═══ DATASET RECORDS

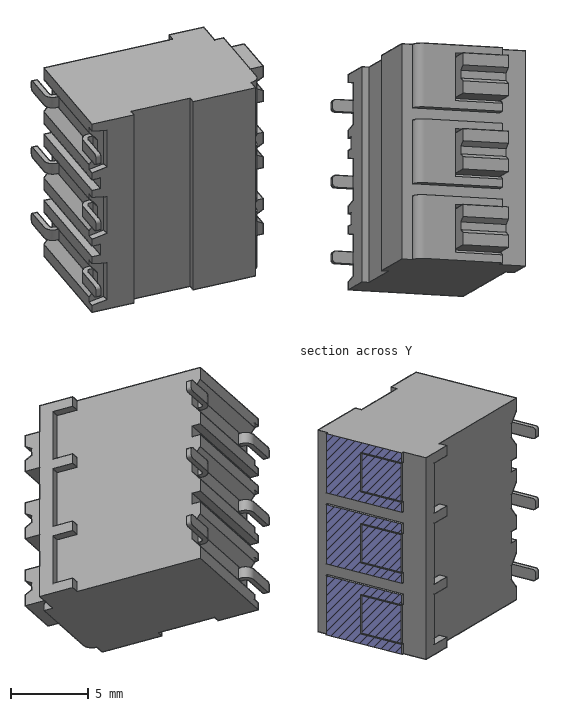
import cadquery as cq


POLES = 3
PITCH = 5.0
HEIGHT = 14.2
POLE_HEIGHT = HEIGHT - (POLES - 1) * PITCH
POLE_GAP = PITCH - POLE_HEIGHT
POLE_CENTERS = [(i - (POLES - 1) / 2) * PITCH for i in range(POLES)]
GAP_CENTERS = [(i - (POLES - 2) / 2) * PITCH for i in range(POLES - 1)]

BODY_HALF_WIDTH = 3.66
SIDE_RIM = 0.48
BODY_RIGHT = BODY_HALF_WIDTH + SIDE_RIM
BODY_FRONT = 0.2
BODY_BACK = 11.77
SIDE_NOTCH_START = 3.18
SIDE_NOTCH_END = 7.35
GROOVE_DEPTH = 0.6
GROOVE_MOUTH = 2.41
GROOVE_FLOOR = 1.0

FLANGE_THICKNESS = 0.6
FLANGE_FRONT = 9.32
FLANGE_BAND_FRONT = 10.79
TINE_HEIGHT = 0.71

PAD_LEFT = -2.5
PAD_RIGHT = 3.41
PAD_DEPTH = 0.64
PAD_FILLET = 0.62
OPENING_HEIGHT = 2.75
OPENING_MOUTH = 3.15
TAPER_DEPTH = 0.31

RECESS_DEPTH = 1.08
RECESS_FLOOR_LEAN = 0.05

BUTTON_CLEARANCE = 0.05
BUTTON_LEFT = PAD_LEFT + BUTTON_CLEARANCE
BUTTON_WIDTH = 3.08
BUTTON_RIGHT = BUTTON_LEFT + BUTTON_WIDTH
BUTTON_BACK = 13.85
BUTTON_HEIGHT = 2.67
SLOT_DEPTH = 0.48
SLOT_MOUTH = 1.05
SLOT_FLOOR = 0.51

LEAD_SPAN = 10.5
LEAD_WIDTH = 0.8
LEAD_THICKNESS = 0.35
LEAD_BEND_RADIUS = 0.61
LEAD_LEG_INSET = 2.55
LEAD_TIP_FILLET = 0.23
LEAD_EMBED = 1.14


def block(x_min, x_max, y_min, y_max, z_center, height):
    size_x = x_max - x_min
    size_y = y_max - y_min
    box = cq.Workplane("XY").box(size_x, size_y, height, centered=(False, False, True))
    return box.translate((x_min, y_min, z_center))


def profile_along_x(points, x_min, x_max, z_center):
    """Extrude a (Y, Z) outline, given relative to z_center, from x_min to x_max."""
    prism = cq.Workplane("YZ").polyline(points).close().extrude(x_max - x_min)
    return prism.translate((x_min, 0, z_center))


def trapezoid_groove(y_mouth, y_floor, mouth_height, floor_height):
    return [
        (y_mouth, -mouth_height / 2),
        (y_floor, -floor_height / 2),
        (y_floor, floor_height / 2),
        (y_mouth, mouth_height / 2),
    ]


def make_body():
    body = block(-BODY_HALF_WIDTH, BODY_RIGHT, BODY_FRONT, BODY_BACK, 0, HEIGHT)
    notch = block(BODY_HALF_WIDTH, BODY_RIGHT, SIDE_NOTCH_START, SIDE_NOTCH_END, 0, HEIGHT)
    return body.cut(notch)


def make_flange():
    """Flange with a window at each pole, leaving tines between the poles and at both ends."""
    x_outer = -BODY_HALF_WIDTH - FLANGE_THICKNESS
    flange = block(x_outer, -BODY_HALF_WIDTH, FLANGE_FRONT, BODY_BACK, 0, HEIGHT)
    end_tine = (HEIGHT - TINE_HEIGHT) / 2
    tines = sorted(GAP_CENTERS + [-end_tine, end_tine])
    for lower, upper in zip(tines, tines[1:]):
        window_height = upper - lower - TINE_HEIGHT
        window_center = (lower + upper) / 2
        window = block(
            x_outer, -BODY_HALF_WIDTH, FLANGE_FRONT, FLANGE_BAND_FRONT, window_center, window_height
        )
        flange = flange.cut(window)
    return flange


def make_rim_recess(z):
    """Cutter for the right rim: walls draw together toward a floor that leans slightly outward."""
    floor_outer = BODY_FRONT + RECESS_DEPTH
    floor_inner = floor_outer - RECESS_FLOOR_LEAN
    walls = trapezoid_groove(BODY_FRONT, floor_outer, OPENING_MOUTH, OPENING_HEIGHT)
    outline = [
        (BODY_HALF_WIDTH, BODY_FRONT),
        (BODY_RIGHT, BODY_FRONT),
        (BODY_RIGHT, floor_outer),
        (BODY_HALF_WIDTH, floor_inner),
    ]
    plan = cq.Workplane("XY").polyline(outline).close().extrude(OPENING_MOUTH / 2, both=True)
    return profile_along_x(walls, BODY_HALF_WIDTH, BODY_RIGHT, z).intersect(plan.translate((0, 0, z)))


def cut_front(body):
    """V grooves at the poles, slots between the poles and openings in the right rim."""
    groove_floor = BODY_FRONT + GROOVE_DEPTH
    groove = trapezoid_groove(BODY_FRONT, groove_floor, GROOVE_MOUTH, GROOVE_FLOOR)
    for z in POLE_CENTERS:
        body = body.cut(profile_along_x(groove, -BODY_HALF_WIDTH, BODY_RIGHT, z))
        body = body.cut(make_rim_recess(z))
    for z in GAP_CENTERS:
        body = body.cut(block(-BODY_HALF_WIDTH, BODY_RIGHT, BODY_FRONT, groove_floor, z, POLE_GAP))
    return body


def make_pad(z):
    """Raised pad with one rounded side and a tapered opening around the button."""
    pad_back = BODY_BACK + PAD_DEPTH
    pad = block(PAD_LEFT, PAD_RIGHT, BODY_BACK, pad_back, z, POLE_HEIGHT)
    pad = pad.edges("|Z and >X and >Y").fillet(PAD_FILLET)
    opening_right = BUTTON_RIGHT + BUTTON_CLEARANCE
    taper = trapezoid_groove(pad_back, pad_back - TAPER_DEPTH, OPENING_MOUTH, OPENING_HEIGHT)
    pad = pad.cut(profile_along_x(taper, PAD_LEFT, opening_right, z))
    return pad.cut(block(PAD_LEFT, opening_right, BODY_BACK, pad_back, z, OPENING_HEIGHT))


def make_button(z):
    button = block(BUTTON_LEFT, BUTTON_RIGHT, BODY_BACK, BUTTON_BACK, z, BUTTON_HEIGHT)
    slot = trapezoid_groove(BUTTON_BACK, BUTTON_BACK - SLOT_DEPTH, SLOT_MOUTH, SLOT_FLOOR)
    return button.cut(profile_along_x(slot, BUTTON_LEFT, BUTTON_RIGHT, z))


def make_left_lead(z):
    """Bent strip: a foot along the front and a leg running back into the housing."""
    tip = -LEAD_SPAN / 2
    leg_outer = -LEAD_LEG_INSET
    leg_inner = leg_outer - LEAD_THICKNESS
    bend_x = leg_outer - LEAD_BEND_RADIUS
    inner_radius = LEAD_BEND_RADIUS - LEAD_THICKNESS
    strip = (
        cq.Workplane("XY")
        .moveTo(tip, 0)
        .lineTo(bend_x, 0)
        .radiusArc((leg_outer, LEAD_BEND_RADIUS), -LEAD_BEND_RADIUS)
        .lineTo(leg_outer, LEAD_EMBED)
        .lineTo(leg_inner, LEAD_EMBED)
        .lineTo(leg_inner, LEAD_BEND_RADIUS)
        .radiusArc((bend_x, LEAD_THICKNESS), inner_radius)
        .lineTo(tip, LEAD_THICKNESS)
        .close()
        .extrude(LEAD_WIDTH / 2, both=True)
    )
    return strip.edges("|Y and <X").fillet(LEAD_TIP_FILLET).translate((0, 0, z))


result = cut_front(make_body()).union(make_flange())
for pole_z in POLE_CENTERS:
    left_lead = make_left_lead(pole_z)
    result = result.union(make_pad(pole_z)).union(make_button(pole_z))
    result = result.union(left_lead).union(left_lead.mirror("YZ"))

══════

### EXERCISE OBJECTIVE
All of the records above must be copied exactly, except for the pictures.

### TASK SOLUTION
import cadquery as cq


POLES = 3
PITCH = 5.0
HEIGHT = 14.2
POLE_HEIGHT = HEIGHT - (POLES - 1) * PITCH
POLE_GAP = PITCH - POLE_HEIGHT
POLE_CENTERS = [(i - (POLES - 1) / 2) * PITCH for i in range(POLES)]
GAP_CENTERS = [(i - (POLES - 2) / 2) * PITCH for i in range(POLES - 1)]

BODY_HALF_WIDTH = 3.66
SIDE_RIM = 0.48
BODY_RIGHT = BODY_HALF_WIDTH + SIDE_RIM
BODY_FRONT = 0.2
BODY_BACK = 11.77
SIDE_NOTCH_START = 3.18
SIDE_NOTCH_END = 7.35
GROOVE_DEPTH = 0.6
GROOVE_MOUTH = 2.41
GROOVE_FLOOR = 1.0

FLANGE_THICKNESS = 0.6
FLANGE_FRONT = 9.32
FLANGE_BAND_FRONT = 10.79
TINE_HEIGHT = 0.71

PAD_LEFT = -2.5
PAD_RIGHT = 3.41
PAD_DEPTH = 0.64
PAD_FILLET = 0.62
OPENING_HEIGHT = 2.75
OPENING_MOUTH = 3.15
TAPER_DEPTH = 0.31

RECESS_DEPTH = 1.08
RECESS_FLOOR_LEAN = 0.05

BUTTON_CLEARANCE = 0.05
BUTTON_LEFT = PAD_LEFT + BUTTON_CLEARANCE
BUTTON_WIDTH = 3.08
BUTTON_RIGHT = BUTTON_LEFT + BUTTON_WIDTH
BUTTON_BACK = 13.85
BUTTON_HEIGHT = 2.67
SLOT_DEPTH = 0.48
SLOT_MOUTH = 1.05
SLOT_FLOOR = 0.51

LEAD_SPAN = 10.5
LEAD_WIDTH = 0.8
LEAD_THICKNESS = 0.35
LEAD_BEND_RADIUS = 0.61
LEAD_LEG_INSET = 2.55
LEAD_TIP_FILLET = 0.23
LEAD_EMBED = 1.14


def block(x_min, x_max, y_min, y_max, z_center, height):
    size_x = x_max - x_min
    size_y = y_max - y_min
    box = cq.Workplane("XY").box(size_x, size_y, height, centered=(False, False, True))
    return box.translate((x_min, y_min, z_center))


def profile_along_x(points, x_min, x_max, z_center):
    """Extrude a (Y, Z) outline, given relative to z_center, from x_min to x_max."""
    prism = cq.Workplane("YZ").polyline(points).close().extrude(x_max - x_min)
    return prism.translate((x_min, 0, z_center))


def trapezoid_groove(y_mouth, y_floor, mouth_height, floor_height):
    return [
        (y_mouth, -mouth_height / 2),
        (y_floor, -floor_height / 2),
        (y_floor, floor_height / 2),
        (y_mouth, mouth_height / 2),
    ]


def make_body():
    body = block(-BODY_HALF_WIDTH, BODY_RIGHT, BODY_FRONT, BODY_BACK, 0, HEIGHT)
    notch = block(BODY_HALF_WIDTH, BODY_RIGHT, SIDE_NOTCH_START, SIDE_NOTCH_END, 0, HEIGHT)
    return body.cut(notch)


def make_flange():
    """Flange with a window at each pole, leaving tines between the poles and at both ends."""
    x_outer = -BODY_HALF_WIDTH - FLANGE_THICKNESS
    flange = block(x_outer, -BODY_HALF_WIDTH, FLANGE_FRONT, BODY_BACK, 0, HEIGHT)
    end_tine = (HEIGHT - TINE_HEIGHT) / 2
    tines = sorted(GAP_CENTERS + [-end_tine, end_tine])
    for lower, upper in zip(tines, tines[1:]):
        window_height = upper - lower - TINE_HEIGHT
        window_center = (lower + upper) / 2
        window = block(
            x_outer, -BODY_HALF_WIDTH, FLANGE_FRONT, FLANGE_BAND_FRONT, window_center, window_height
        )
        flange = flange.cut(window)
    return flange


def make_rim_recess(z):
    """Cutter for the right rim: walls draw together toward a floor that leans slightly outward."""
    floor_outer = BODY_FRONT + RECESS_DEPTH
    floor_inner = floor_outer - RECESS_FLOOR_LEAN
    walls = trapezoid_groove(BODY_FRONT, floor_outer, OPENING_MOUTH, OPENING_HEIGHT)
    outline = [
        (BODY_HALF_WIDTH, BODY_FRONT),
        (BODY_RIGHT, BODY_FRONT),
        (BODY_RIGHT, floor_outer),
        (BODY_HALF_WIDTH, floor_inner),
    ]
    plan = cq.Workplane("XY").polyline(outline).close().extrude(OPENING_MOUTH / 2, both=True)
    return profile_along_x(walls, BODY_HALF_WIDTH, BODY_RIGHT, z).intersect(plan.translate((0, 0, z)))


def cut_front(body):
    """V grooves at the poles, slots between the poles and openings in the right rim."""
    groove_floor = BODY_FRONT + GROOVE_DEPTH
    groove = trapezoid_groove(BODY_FRONT, groove_floor, GROOVE_MOUTH, GROOVE_FLOOR)
    for z in POLE_CENTERS:
        body = body.cut(profile_along_x(groove, -BODY_HALF_WIDTH, BODY_RIGHT, z))
        body = body.cut(make_rim_recess(z))
    for z in GAP_CENTERS:
        body = body.cut(block(-BODY_HALF_WIDTH, BODY_RIGHT, BODY_FRONT, groove_floor, z, POLE_GAP))
    return body


def make_pad(z):
    """Raised pad with one rounded side and a tapered opening around the button."""
    pad_back = BODY_BACK + PAD_DEPTH
    pad = block(PAD_LEFT, PAD_RIGHT, BODY_BACK, pad_back, z, POLE_HEIGHT)
    pad = pad.edges("|Z and >X and >Y").fillet(PAD_FILLET)
    opening_right = BUTTON_RIGHT + BUTTON_CLEARANCE
    taper = trapezoid_groove(pad_back, pad_back - TAPER_DEPTH, OPENING_MOUTH, OPENING_HEIGHT)
    pad = pad.cut(profile_along_x(taper, PAD_LEFT, opening_right, z))
    return pad.cut(block(PAD_LEFT, opening_right, BODY_BACK, pad_back, z, OPENING_HEIGHT))


def make_button(z):
    button = block(BUTTON_LEFT, BUTTON_RIGHT, BODY_BACK, BUTTON_BACK, z, BUTTON_HEIGHT)
    slot = trapezoid_groove(BUTTON_BACK, BUTTON_BACK - SLOT_DEPTH, SLOT_MOUTH, SLOT_FLOOR)
    return button.cut(profile_along_x(slot, BUTTON_LEFT, BUTTON_RIGHT, z))


def make_left_lead(z):
    """Bent strip: a foot along the front and a leg running back into the housing."""
    tip = -LEAD_SPAN / 2
    leg_outer = -LEAD_LEG_INSET
    leg_inner = leg_outer - LEAD_THICKNESS
    bend_x = leg_outer - LEAD_BEND_RADIUS
    inner_radius = LEAD_BEND_RADIUS - LEAD_THICKNESS
    strip = (
        cq.Workplane("XY")
        .moveTo(tip, 0)
        .lineTo(bend_x, 0)
        .radiusArc((leg_outer, LEAD_BEND_RADIUS), -LEAD_BEND_RADIUS)
        .lineTo(leg_outer, LEAD_EMBED)
        .lineTo(leg_inner, LEAD_EMBED)
        .lineTo(leg_inner, LEAD_BEND_RADIUS)
        .radiusArc((bend_x, LEAD_THICKNESS), inner_radius)
        .lineTo(tip, LEAD_THICKNESS)
        .close()
        .extrude(LEAD_WIDTH / 2, both=True)
    )
    return strip.edges("|Y and <X").fillet(LEAD_TIP_FILLET).translate((0, 0, z))


result = cut_front(make_body()).union(make_flange())
for pole_z in POLE_CENTERS:
    left_lead = make_left_lead(pole_z)
    result = result.union(make_pad(pole_z)).union(make_button(pole_z))
    result = result.union(left_lead).union(left_lead.mirror("YZ"))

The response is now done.